Floating Point Math is Hard (i)

I’m working a piece of legacy software, and in performing a code review came across what appeared to be some extraneous parentheses. I’ve renamed the terms as generically as possible because my employer would prefer it that way, but we have a calculation that in its original form looks like this, where every term is a floating point value:

calculated_value = a * (b * (c * d + e * f)) + g

Since multiplication is associative, the outermost set of parentheses should be redundant. Thinking that would be the case, a coworker and I rewrote the calculation so:

calculated_value = a * b * (c * d + e * f) + g

This does not always return the same results, though. I have tested this on both 2.7.4 and 3.3.1, and for a certain set of values, these two forms of the calculation definitely return different results. Here is a small, complete program that produces different results between the two forms of the calculation on both 2.7.4 and 3.3.1:

# test.py
def with_parens(a, b, c, d, e, f, g):
    return (a * (b * (c * d + e * f)) + g)

def without_parens(a, b, c, d, e, f, g):
    return (a * b * (c * d + e * f) + g)

the_values = (1.1523070658790489, 1.7320508075688772, 0.14068856789641426, 0.5950026782638391, 0.028734293347820326, 21.523030539704976, 2.282302370324546)

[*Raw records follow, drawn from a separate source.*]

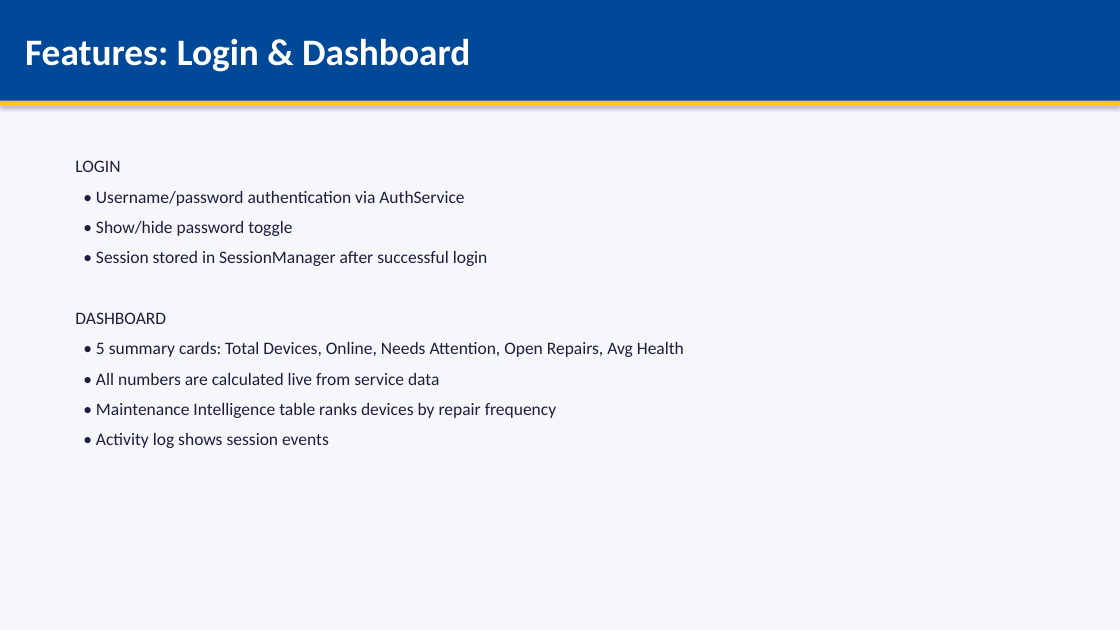
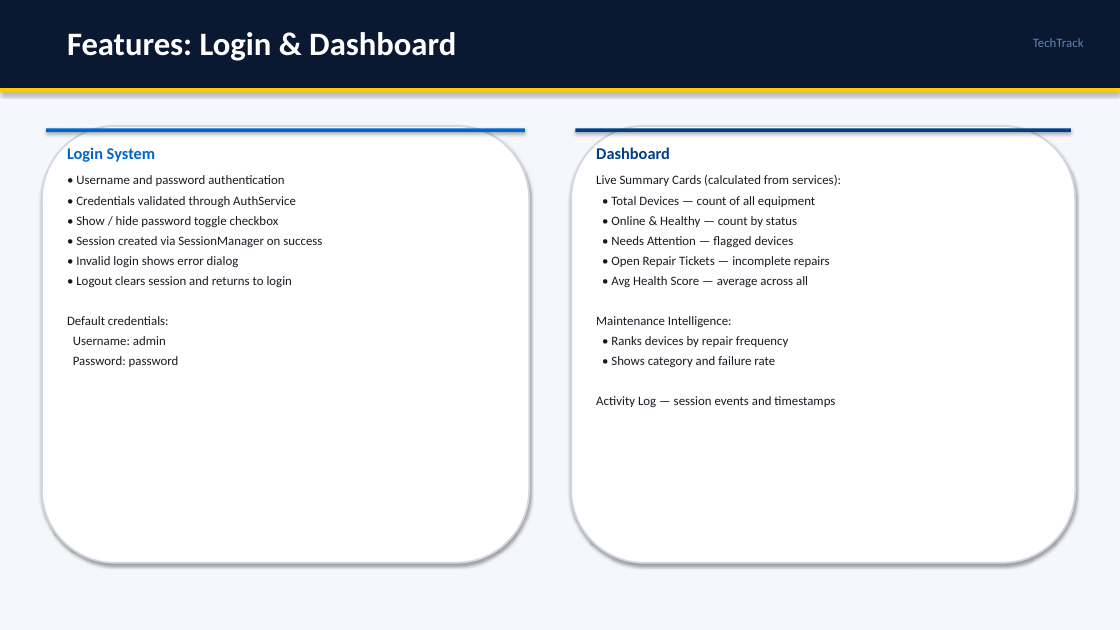
Before and after one commit to isanthetroller/TechTrack, a slide deck: slide 7 of TechTrack_Presentation.pptx (slide 5 before the commit). Drawn at 1120x630 pixels with LibreOffice and Linux fonts; fonts in the diff are those of the drawing. Boxes give left, top, right and bottom in pixels: in the first picture for what was removed or moved away, otherwise in the second. Text is boxed around its words. In the diff, an @@ line names an element or a change of style, - is before the commit and + after.

Commit message:
Redesign PPT with ERD, flowchart, and improved layout

```diff
--- a/TechTrack_Presentation.pptx
+++ b/TechTrack_Presentation.pptx
@@ background #F5F7FA to #F5F7FC @@
@@ rectangle added at box(0, 0, 1120, 88), fill #0A1931 @@
@@ text "Features: Login & Dashboard": place and size @@
-text "Features: Login & Dashboard" at box(0, 0, 1120, 101)
+text "Features: Login & Dashboard" at box(67, 32, 456, 61)
@@ text "Features: Login & Dashboard" at box(67, 32, 456, 61): size 32 to 28 pt; fill #004999 to none; shadow off @@
@@ text added at box(1033, 38, 1084, 47), 11 pt, text #6482B4 @@
+TechTrack
@@ rectangle: place and size @@
-rectangle at box(0, 101, 1120, 106)
+rectangle at box(0, 88, 1120, 92)
@@ rounded rectangle added at box(42, 126, 529, 563), fill #FFFFFF, outline #D2D7E1 1.5 pt @@
@@ rectangle added at box(46, 129, 525, 132), fill #0066CC @@
@@ text added at box(67, 147, 156, 162), 14 pt, text #0066CC, bold @@
+Login System
@@ rounded rectangle added at box(571, 126, 1075, 563), fill #FFFFFF, outline #D2D7E1 1.5 pt @@
@@ rectangle added at box(576, 129, 1071, 132), fill #003F87 @@
@@ text added at box(596, 147, 670, 159), 14 pt, text #003F87, bold @@
+Dashboard
@@ text added at box(67, 175, 322, 367), 11 pt, text #191923 @@
+• Username and password authentication
+• Credentials validated through AuthService
+• Show / hide password toggle checkbox
+• Session created via SessionManager on success
+• Invalid login shows error dialog
+• Logout clears session and returns to login
+Default credentials:
+Username: admin
+Password: password
@@ text at box(596, 175, 841, 407): text changed; size 15 to 11 pt; text colour #1E1E3C to #191923 @@
-LOGIN
-• Username/password authentication via AuthService
-• Show/hide password toggle
-• Session stored in SessionManager after successful login
-DASHBOARD
-• 5 summary cards: Total Devices, Online, Needs Attention, Open Repairs, Avg Health
-• All numbers are calculated live from service data
-• Maintenance Intelligence table ranks devices by repair frequency
-• Activity log shows session events
+Live Summary Cards (calculated from services):
+• Total Devices — count of all equipment
+• Online & Healthy — count by status
+• Needs Attention — flagged devices
+• Open Repair Tickets — incomplete repairs
+• Avg Health Score — average across all
+Maintenance Intelligence:
+• Ranks devices by repair frequency
+• Shows category and failure rate
+Activity Log — session events and timestamps
```
Also in this commit, not shown: 6 other slides changed, 4 slides added, 3 slides removed, 1 other file.
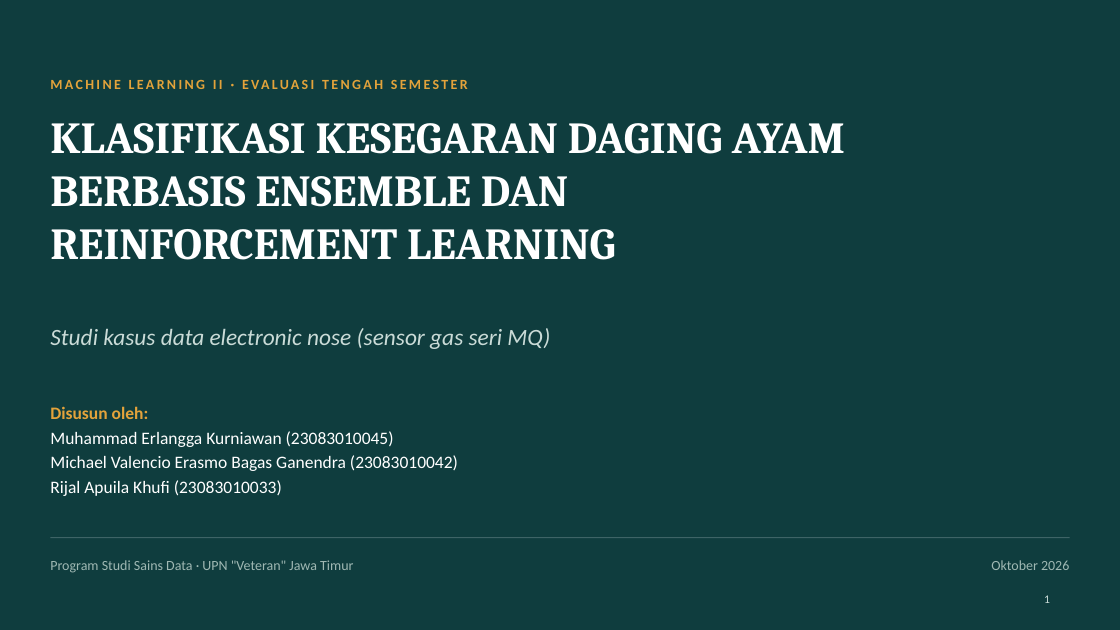
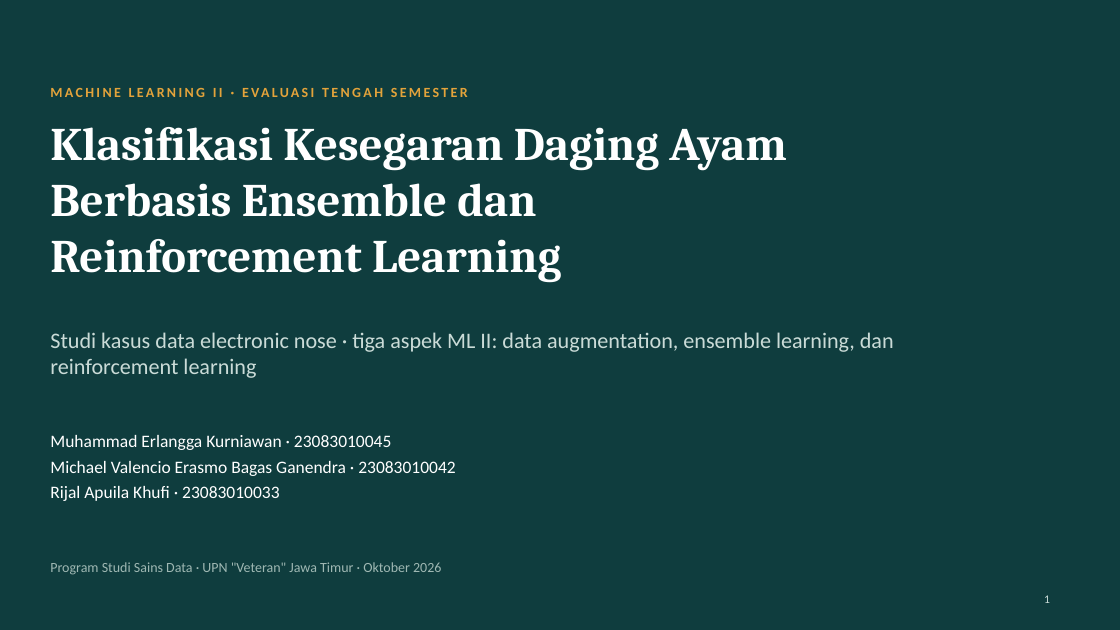
Before and after one commit to MuhammadErlanggaKurniawan/ets-ml2-kelompok, a slide deck: slide 1 of deck/ETS_ML2_Kesegaran_Ayam.pptx. Drawn at 1120x630 pixels with LibreOffice and Linux fonts; fonts in the diff are those of the drawing. Boxes give left, top, right and bottom in pixels: in the first picture for what was removed or moved away, otherwise in the second. Text is boxed around its words. In the diff, an @@ line names an element or a change of style, - is before the commit and + after.

```diff
--- a/deck/ETS_ML2_Kesegaran_Ayam.pptx
+++ b/deck/ETS_ML2_Kesegaran_Ayam.pptx
@@ text "MACHINE LEARNING II · EVALUASI ..." rewrapped from [407, 229, 616, 260] to [372, 239, 561, 348] @@
@@ text at [50, 127, 787, 273]: text changed; size 38 to 40 pt @@
-KLASIFIKASI KESEGARAN DAGING AYAM
-BERBASIS ENSEMBLE DAN
-REINFORCEMENT LEARNING
+Klasifikasi Kesegaran Daging Ayam
+Berbasis Ensemble dan
+Reinforcement Learning
@@ text at [50, 332, 894, 378]: text changed; size 20 to 19 pt; italic off @@
-Studi kasus data electronic nose (sensor gas seri MQ)
+Studi kasus data electronic nose · tiga aspek ML II: data augmentation, ensemble learning, dan reinforcement learning
@@ text at [50, 435, 455, 501]: text changed @@
-Disusun oleh:
-Muhammad Erlangga Kurniawan (23083010045)
-Michael Valencio Erasmo Bagas Ganendra (23083010042)
-Rijal Apuila Khufi (23083010033)
+Muhammad Erlangga Kurniawan · 23083010045
+Michael Valencio Erasmo Bagas Ganendra · 23083010042
+Rijal Apuila Khufi · 23083010033
@@ line removed from (50, 538) to (1070, 538) @@
@@ text at [50, 562, 441, 575]: text changed @@
-Program Studi Sains Data · UPN "Veteran" Jawa Timur
+Program Studi Sains Data · UPN "Veteran" Jawa Timur · Oktober 2026
@@ text removed at [991, 560, 1069, 570] @@
-Oktober 2026
```
Also in this commit, not shown: 4 other slides changed, 7 slides added, 15 slides removed, 1 other file.

result_with = with_parens(*the_values)
result_without = without_parens(*the_values)
print((result_with == result_without), result_with, result_without)
The results:
» python test.py
(False, 3.68370978406535, 3.6837097840653494)

» python3 test.py
False 3.68370978406535 3.6837097840653494

It is fairly obvious that there is a precision difference here. I am familiar with the ways that floating point math can be odd, but I would not expect the loss of associativity to be one of them. And of course, it isn’t. It just took me this long in writing up what was originally going to be a post on comp.lang.python to see it.

What is actually going on here is that Python respects order of operations (as well it should!), and floating point math is imprecise. In the first case, a * b * (<everything else>), the first thing that happens is a is multiplied by b and the result is then multiplied by everything else. In the second case, a * (b * <everything else>), b is multiplied by everything else and the result is multiplied by a at the end. Many times, this doesn’t matter, but sometimes there is a slight difference in the results because of the loss of precision when performing floating point operations.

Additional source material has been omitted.